Task prompt
When a line in the data below includes "industry", count it; then give only the total.

Listed records
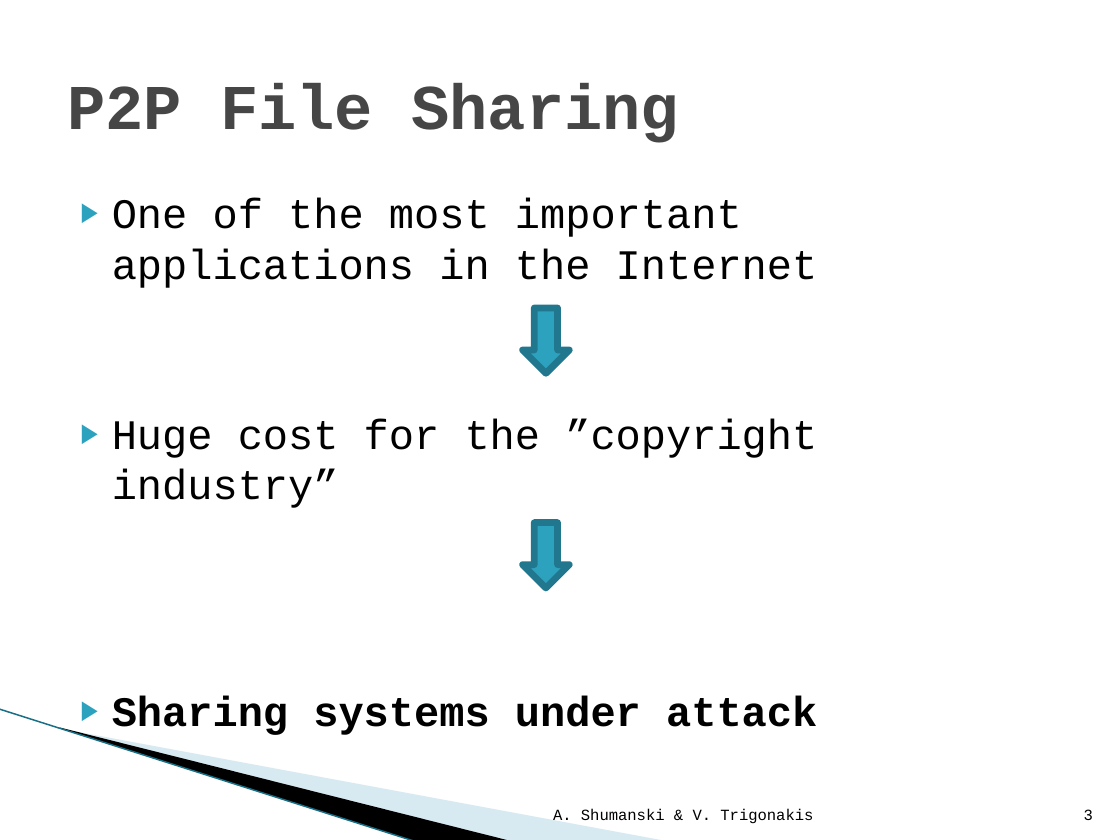
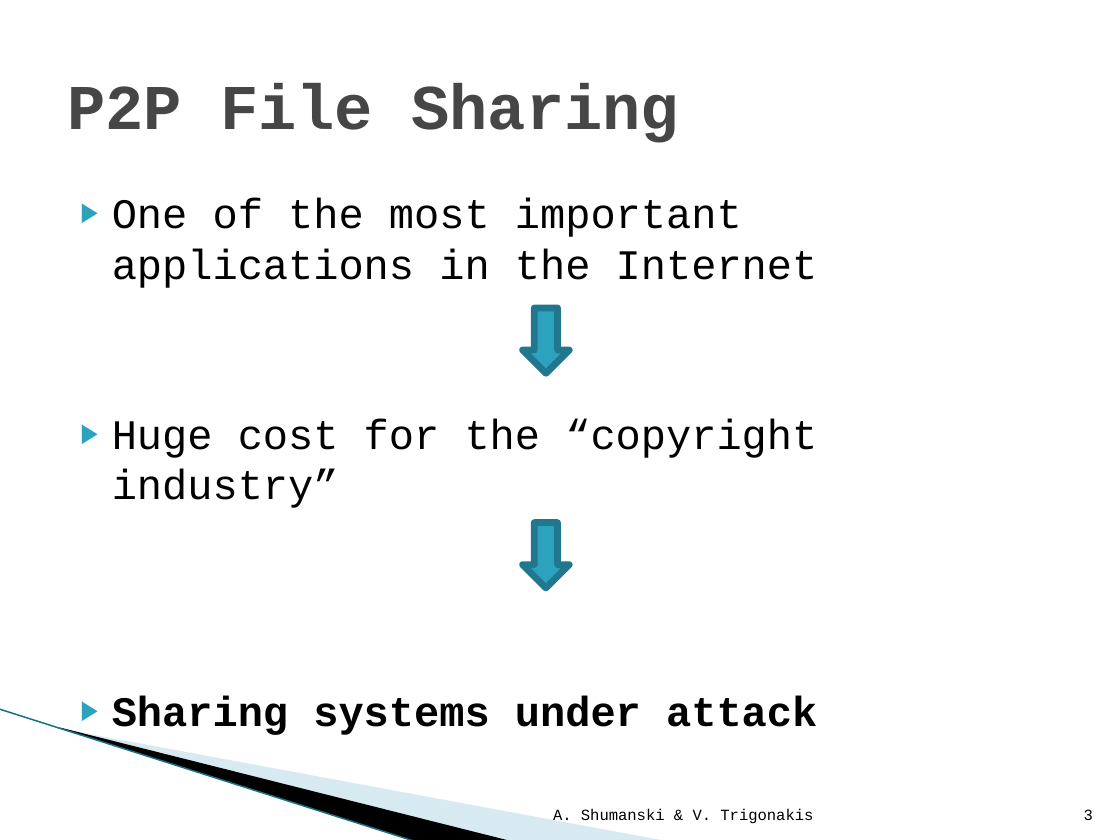
Before and after one commit to WinLAFS/kthsedsav, a slide deck: slide 3 of P2P/labs/documents/presentation/The Index Poisoning Attack in P2P File Sharing.pptx. Drawn at 1120x840 pixels with LibreOffice and Linux fonts; fonts in the diff are those of the drawing; background and template pictures are left out. Boxes give left, top, right and bottom in pixels: in the first picture for what was removed or moved away, otherwise in the second. Text is boxed around its words. In the diff, an @@ line names an element or a change of style, - is before the commit and + after.

```diff
--- a/P2P/labs/documents/presentation/The Index Poisoning Attack in P2P File Sharing.pptx
+++ b/P2P/labs/documents/presentation/The Index Poisoning Attack in P2P File Sharing.pptx
@@ text at <box>112,418,817,508</box>: text changed @@
-▶ Huge cost for the ”copyright industry”
+▶ Huge cost for the “copyright industry”
```
Also in this commit, not shown: 7 other slides changed, 2 other files.

Result of this task
2